顾执枭深深地看了我一眼,随意开口道,“在电梯里遇见了,就一起上来了。”
他没有把我停在门口的事说出来,我感激地看了他一眼。
“不准看别的男人,傅意欢。”相鹤北遮住我的眼睛,语气中带着醋意。
“他是你的医生。”我冷淡地开口,相鹤北有些不满我的态度,坐在旁边生闷气不理人。
我坐在原地,并没有理会他。
相鹤北见我不理他就走开了。
他先是随意地跟顾执枭聊了几句表达感谢,随后就跟他的朋友们喝酒去了。
整个场子就只有我跟顾执枭被冷了下来。
“顾医生,谢谢你。”我走到顾执枭面前真挚地说道。
“我只是不想一直被某个人骚扰。”顾执枭眸中深不见底,语气还是淡淡的,没有任何感情般。
我尴尬地笑了笑,那一个月我确实是一直缠着别人来的,只要是能见面的机会我都不会放过。
07
“薇姐怎么现在才来!”我被一声惊呼吸引了视线,无意间看到相鹤北正一脸预约地望向门口。
门口走进来一个长相极其妖艳,漂亮到带了攻击性的女人。
薇姐,是相鹤北喜欢的那个人。
她径直走向了我,眼尾微微上挑,笑得魅惑而又美丽,“傅意欢,你好,我是白初薇,在你之前,我是阿北的女朋友。
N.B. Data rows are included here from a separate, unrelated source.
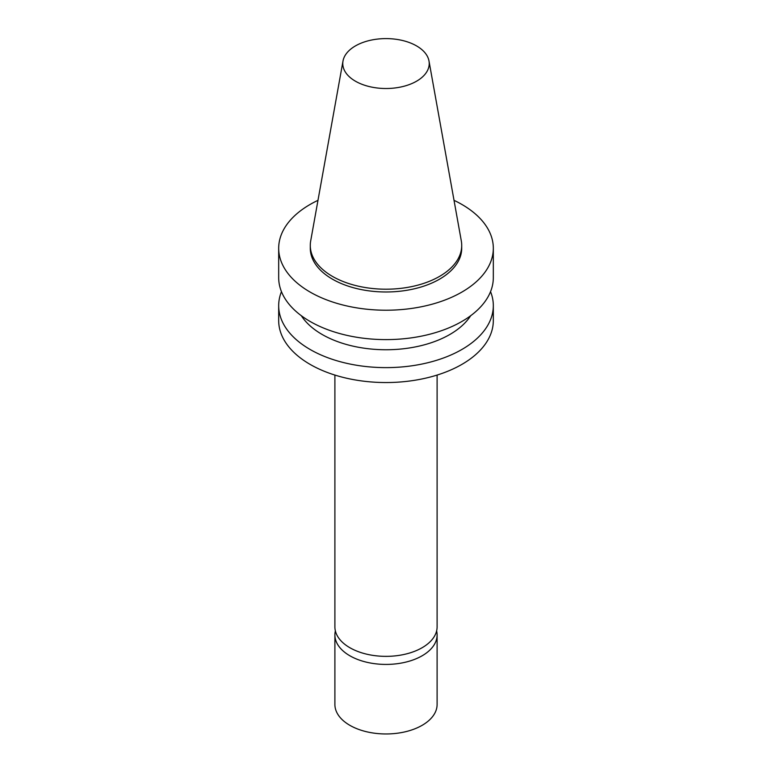 <?xml version="1.0" encoding="UTF-8"?>
<svg xmlns="http://www.w3.org/2000/svg" width="772" height="772" viewBox="0 0 772 772"><rect width="100%" height="100%" fill="white"/><g stroke="black" fill="none" stroke-linecap="round" stroke-linejoin="round"><path stroke-width="1.16" d="M416.562 81.205A43.222 24.955 180 0 1 367.424 86.088A43.222 24.955 180 0 1 343.009 60.978A43.222 24.955 180 0 1 386 38.6A43.222 24.955 180 0 1 428.991 60.978A43.222 24.955 180 0 1 416.562 81.205M428.991 60.978L461.318 240.97A75.714 43.714 180 0 1 461.714 245.477A75.714 43.714 180 0 1 439.538 276.395A75.714 43.714 180 0 1 357.021 285.872A75.714 43.714 180 0 1 310.286 245.477A75.714 43.714 180 0 1 310.682 240.97L343.009 60.978M461.714 245.477L461.714 248.266A75.714 43.714 180 0 1 439.538 279.175A75.714 43.714 180 0 1 357.021 288.651A75.714 43.714 180 0 1 310.286 248.266L310.286 245.477M454.013 200.334A107.318 61.963 180 0 1 493.318 248.266A107.318 61.963 180 0 1 461.888 292.077A107.318 61.963 180 0 1 344.93 305.5A107.318 61.963 180 0 1 278.682 248.266A107.318 61.963 180 0 1 317.987 200.334M493.318 248.266L493.318 277.65A107.318 61.963 180 0 1 461.888 321.461A107.318 61.963 180 0 1 344.93 334.894A107.318 61.963 180 0 1 278.682 277.65L278.682 248.266M470.669 315.719A90.285 52.12 180 0 1 449.835 334.488A90.285 52.12 180 0 1 301.331 315.719M490.538 291.652A107.318 61.963 180 0 1 493.318 305.664A107.318 61.963 180 0 1 461.888 349.475A107.318 61.963 180 0 1 344.93 362.908A107.318 61.963 180 0 1 278.682 305.664A107.318 61.963 180 0 1 281.462 291.652M493.318 305.664L493.318 320.583A107.318 61.963 180 0 1 461.888 364.394A107.318 61.963 180 0 1 344.93 377.826A107.318 61.963 180 0 1 278.682 320.583L278.682 305.664M437.106 375.067L437.106 626.854A51.106 29.5 180 0 1 422.139 647.718A51.106 29.5 180 0 1 366.439 654.116A51.106 29.5 180 0 1 334.894 626.854L334.894 375.067M436.624 630.888A51.106 29.5 180 0 1 437.106 634.922L437.106 704.46A51.106 29.5 180 0 1 422.139 725.323A51.106 29.5 180 0 1 366.439 731.721A51.106 29.5 180 0 1 334.894 704.46L334.894 634.922A51.106 29.5 180 0 1 335.376 630.888M437.106 634.922A51.106 29.5 180 0 1 422.139 655.785A51.106 29.5 180 0 1 366.439 662.173A51.106 29.5 180 0 1 334.894 634.922"/></g></svg>
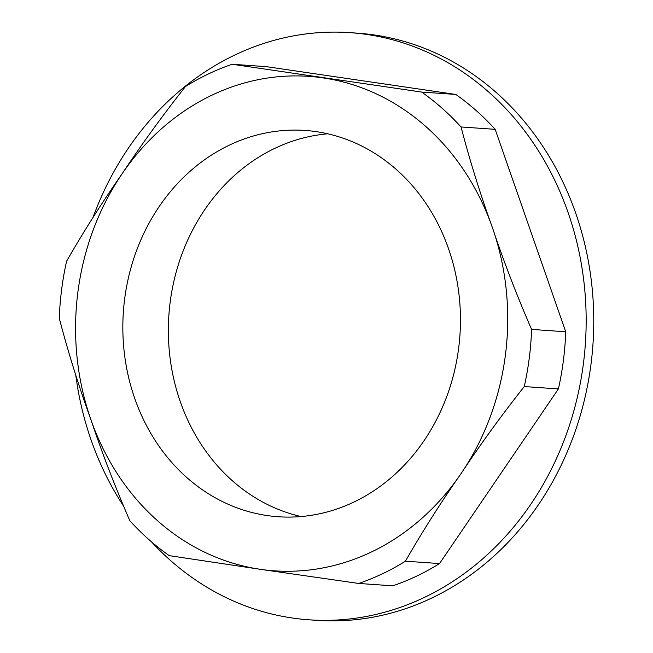 <?xml version="1.0" encoding="UTF-8"?>
<svg xmlns="http://www.w3.org/2000/svg" width="653" height="653" viewBox="0 0 653 653"><rect width="100%" height="100%" fill="white"/><g stroke="black" fill="none" stroke-linecap="round" stroke-linejoin="round"><path stroke-width="0.98" d="M358.677 583.447A271.06 236.157 -86 0 0 382.536 573.734A271.06 236.157 -86 0 0 405.407 561.188L439.542 563.563A271.06 236.157 94 0 1 416.671 576.109A271.06 236.157 94 0 1 392.812 585.823L358.677 583.447L260.172 569.285A247.83 215.914 -86 0 0 371.279 552.054A247.83 215.914 -86 0 0 461.042 473.605C440.881 502.475 422.336 531.664 405.407 561.188M90.775 419.267A247.83 215.914 -86 0 0 260.172 569.285L169.258 555.646A271.06 236.157 -86 0 1 129.849 520.751C115.01 486.599 101.982 452.774 90.775 419.267C78.629 385.792 68.132 352.138 59.292 318.321A271.06 236.157 -86 0 1 66.614 261.167C83.584 231.578 102.129 202.389 122.25 173.576A247.83 215.914 -86 0 0 90.775 419.267M439.542 563.563L558.405 388.927L524.269 386.552C501.577 415.267 480.502 444.285 461.042 473.605A247.83 215.914 -86 0 0 492.517 227.913A247.83 215.914 -86 0 0 323.121 77.903A247.83 215.914 -86 0 0 212.021 95.134A247.83 215.914 -86 0 0 122.25 173.576C141.44 144.639 162.515 115.622 185.476 86.523A271.06 236.157 -86 0 1 208.348 73.977A271.06 236.157 -86 0 1 232.207 64.263L421.626 92.065L455.761 94.44L266.334 66.647L232.207 64.263M229.44 145.105A193.614 168.678 -86 0 0 124.699 355.942A193.614 168.678 -86 0 0 278.186 516.743A193.614 168.678 -86 0 0 353.861 502.075A193.614 168.678 -86 0 0 458.594 291.238A193.614 168.678 -86 0 0 305.114 130.445A193.614 168.678 -86 0 0 229.44 145.105M151.357 541.721A294.299 256.4 -86 0 0 309.106 619.819A294.299 256.4 -86 0 0 424.14 597.528A294.299 256.4 -86 0 0 583.333 277.06A294.299 256.4 -86 0 0 350.049 32.65A294.299 256.4 -86 0 0 235.015 54.942A294.299 256.4 -86 0 0 93.053 217.416M75.756 374.912A294.299 256.4 -86 0 0 123.074 505.332M558.405 388.927A271.06 236.157 -86 0 0 565.727 331.773L495.17 129.335A271.06 236.157 -86 0 0 455.761 94.44M524.269 386.552A271.06 236.157 -86 0 0 531.591 329.398L565.727 331.773M421.626 92.065A271.06 236.157 -86 0 1 461.034 126.96C469.85 160.687 480.339 194.341 492.517 227.913C503.683 261.322 516.711 295.148 531.591 329.398M301.066 516.556A193.614 168.678 94 0 1 168.907 346.114A193.614 168.678 94 0 1 274.954 148.28A193.614 168.678 94 0 1 327.749 133.8M350.049 32.65L357.632 33.181A294.299 256.4 94 0 1 590.924 277.59A294.299 256.4 94 0 1 431.723 598.058A294.299 256.4 94 0 1 316.689 620.35L309.106 619.819M461.034 126.96L495.17 129.335"/></g></svg>
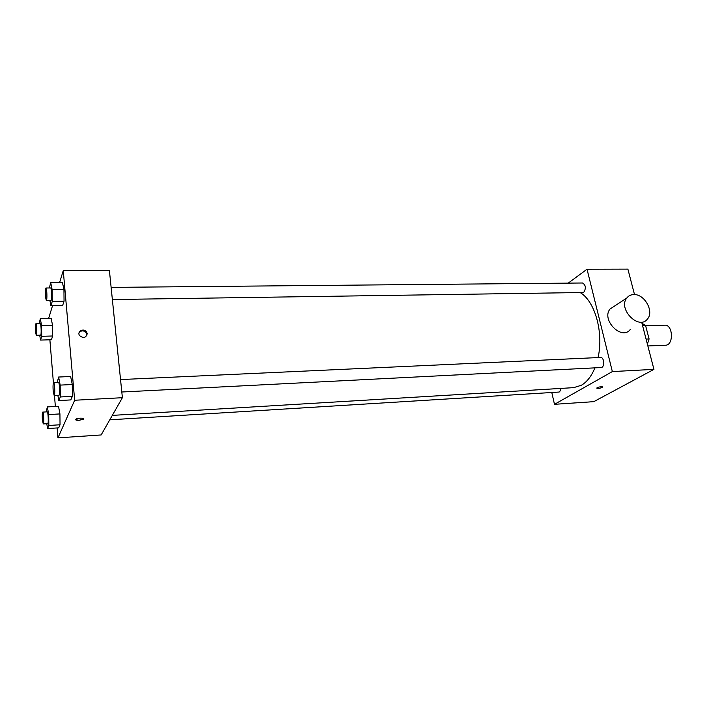 <?xml version="1.0" encoding="UTF-8"?>
<svg xmlns="http://www.w3.org/2000/svg" width="707" height="707" viewBox="0 0 707 707"><rect width="100%" height="100%" fill="white"/><g stroke="black" fill="none" stroke-linecap="round" stroke-linejoin="round"><path stroke-width="1.06" d="M647.859 345.962L665.455 345.228C673.895 345.405 673.126 324.398 664.73 325.185L645.65 325.777M642.575 325.6L645.579 325.512L641.965 323.276M645.579 325.512L649.088 338.953L647.391 344.168M646.074 339.068L649.088 338.953M641.77 322.516L653.94 369.363L593.8 401.656L554.482 404.316L551.787 392.5M568.207 283.127L587.031 269.226L627.896 269.12L634.515 294.589M597.159 387.736C600.225 386.588 602.072 386.358 602.7 387.074C599.934 388.461 597.928 388.797 596.699 388.09L597.159 387.736M587.031 269.226L612.35 371.582L653.94 369.363M612.35 371.582L554.482 404.316M561.243 388.39L559.617 391.837L558.901 392.058L109.771 419.825M121.807 392.005L601.047 367.543C604.945 367.605 604.379 357.026 600.508 357.459L120.535 379.571M111.132 287.396L582.524 282.994C585.864 285.133 586.236 288.306 583.637 292.504L112.369 299.538M594.923 367.861C591.45 376.221 586.934 382.027 581.366 385.271L573.651 387.648L112.307 415.389M580.694 292.901C595.126 301.756 603.796 333.032 598.051 357.574M630.193 329.577C621.692 340.827 601.03 319.838 610.008 309.047L614.86 305.857M633.737 294.572C630.794 294.66 628.461 295.818 626.756 298.054C617.706 308.994 638.854 330.505 647.4 319.078C654.452 311.593 644.492 293.82 633.737 294.572M59.627 282.482L63.259 270.604L109.399 270.481L122.391 397.705L101.145 434.955L57.947 437.88L57.126 427.938M63.259 270.604L74.668 400.25L122.391 397.705M74.668 400.25L57.947 437.88M83.656 418.827L79.104 420.32C76.391 420.4 75.287 420.046 75.79 419.278C77.187 417.846 85.229 417.757 83.47 419.189L79.104 420.329L75.596 419.64M49.393 287.97L50.692 282.544L62.41 282.464L63.948 289.543L64.045 301.2L62.614 305.583L64.045 301.2L63.948 289.543L52.15 289.667L52.274 301.376L50.939 305.778L49.87 300.422M46.158 411.907L47.351 406.923L58.504 406.304L59.936 413.922L60.033 424.774L58.708 427.841L60.033 424.774L59.936 413.922L48.712 414.576L48.836 425.473L47.599 428.548L46.759 423.723M48.606 318.521L52.512 305.751M55.367 406.481L54.457 395.443M53.423 382.911L49.879 339.802M57.214 382.487L58.619 377.034L70.629 376.504L72.282 384.528L72.37 396.335L70.806 399.923L72.37 396.335L72.282 384.528L60.183 385.103L60.289 396.963L58.84 400.56L57.841 395.275M39.194 323.673L40.308 318.689L51.196 318.459L52.539 325.273L52.654 335.993L51.425 339.749L52.654 335.993L52.539 325.273L41.58 325.529L41.713 336.302L40.573 340.076L39.68 335.18M87.235 333.669C86.024 337.893 83.479 338.556 79.617 335.648C76.533 331.486 83.992 327.633 86.634 331.99L87.235 333.669M79.043 332.794C81.323 330.24 83.744 330.24 86.307 332.794L86.82 335.639M40.308 318.689L41.58 325.529M36.26 335.277L40.635 335.153C41.554 335.418 41.156 323.338 40.255 323.647L35.88 323.744C35.359 324.504 35.235 327.102 35.483 331.539L36.26 335.277C37.153 335.542 36.755 323.435 35.88 323.744M41.713 336.302L52.654 335.993M40.573 340.076L51.425 339.749M51.196 318.459L52.539 325.273M50.692 282.544L52.15 289.667M46.291 300.466L51.001 300.404C52.071 300.705 51.699 287.634 50.639 287.961L45.937 288.005C45.319 288.863 45.151 291.735 45.434 296.604L46.291 300.466C47.334 300.775 46.962 287.678 45.937 288.005M52.274 301.376L64.045 301.2M50.939 305.778L62.614 305.583M62.41 282.464L63.948 289.543M47.351 406.923L48.712 414.576M43.26 423.944L47.731 423.661C48.712 423.9 48.173 411.492 47.228 411.845L42.747 412.101C42.234 412.791 42.111 415.318 42.367 419.684L43.26 423.944C44.205 424.182 43.666 411.748 42.747 412.101M48.836 425.473L60.033 424.774M47.599 428.548L58.708 427.841M58.504 406.304L59.936 413.922M58.619 377.034L60.183 385.103M54.165 395.46L58.99 395.213C60.139 395.478 59.591 382.054 58.478 382.434L53.652 382.655C53.043 383.433 52.884 386.216 53.166 391.006L54.165 395.46C55.279 395.726 54.739 382.275 53.652 382.655M60.289 396.963L72.37 396.335M58.84 400.56L70.806 399.923M70.629 376.504L72.282 384.528M626.756 298.054L610.008 309.047M86.307 332.794L86.634 331.99"/></g></svg>

”
原来是前女友……
我努力地挤出笑容想要回应她,身旁的顾执枭却开口了,他语气中带了些傲慢,“前女友么?何必说得那么好听。”
白初薇望了一眼顾执枭,她眼底一闪而过的惊艳无法匿藏。
“原来是顾医生。”白初薇语气略带轻蔑,“当初我求你帮阿北治疗的时候你可是死活不同意啊,怎么最后愿意了呢?呵呵,看来是我钱没有给到位啊!”
我嘴角抽了抽,顾执枭在治疗期间从来没有收过我们的任何礼物和金钱,这种人怎么能被这样污蔑。
“白小姐,不是什么东西都能用钱来衡量的,顾医生是一个很好的医生。”
“很好的医生?怎么?你这么了解他,是不是跟他有私情啊?”白初薇攻击性满满的发言让大家的目光都聚了过来。
我瞥到相鹤北站在旁边不为所动,他担忧地看着白初薇,好像怕我欺负她一般。
我装作痴情的模样缓缓开口道,“顾医生这么优秀的人,我不配跟他有私情。”
“傅意欢,你胡说什么?”相鹤北大声地斥责着我。
也对,我说自己不配跟顾执枭在一起,眼下却还是相鹤北的女朋友,在他眼中我一定拉低了他的档次。
明明他的意思已经那么明显了,我却还是克制不住地为他的举动心痛。
“大家别这样,都是朋友,人来齐了,我们来玩游戏吧!”有人刻意调动着氛围。
08
我以为顾执枭会走,没想到他留了下来。
玩的真心话大冒险,第一个人就抽到了白初薇。
白初薇选择了大冒险,抽到的牌是和左手边最近的男性热吻一分钟。
可能上天都在成全相鹤北和她,白初薇左边就是相鹤北。
“亲一个!亲一个!”在场的人都在起哄,相鹤北看了我一眼拒绝了。
“我来喝酒!”
“不行!开头的人可不能扫兴,不然被抽到的人要罚十杯酒的,不能代喝!”
白初薇一脸为难地看着相鹤北,语气温柔而又体贴,“阿北,我来喝吧,不就是十杯酒吗?大不了我待会儿多吃几粒胃药。”
相鹤北怔了一下,拉住白初薇就吻了上去。
从我的这个视角看,他们还真是像一对恩爱的恋人。
我拿起面前的酒喝了下去,周围的人还在热情地数着倒计时。
“意欢……”相鹤北松开白初薇坐到我身边来,“只是游戏而已,咱们能不能别玩不起。”
我淡淡地笑道,“我知道,我没当真。”
“以前又不是没亲过,没见你这么矫情!”白初薇嘲讽地看着我,意有所指。
也许,相鹤北从来都是这样,只是我把他当成了自己的救赎,给他增加了浓浓的滤镜。
下一个人很不巧地抽到了我,跟这些人能有什么真心话。
我选择了大冒险。
“大冒险是跟距离自己最近的异性说‘我们去开房吧’,如果他答应了,那就得履行。”
由于刚刚相鹤北坐了过来,我身边现在最近的异性有……两个。
还有顾执枭。
“北哥在这儿呢,这算什么大冒险,这也太简单了吧”
就在所有人觉得没劲的目光下,我侧过身,对身边的顾执枭说了句,“顾医生,我们去开,房吧。”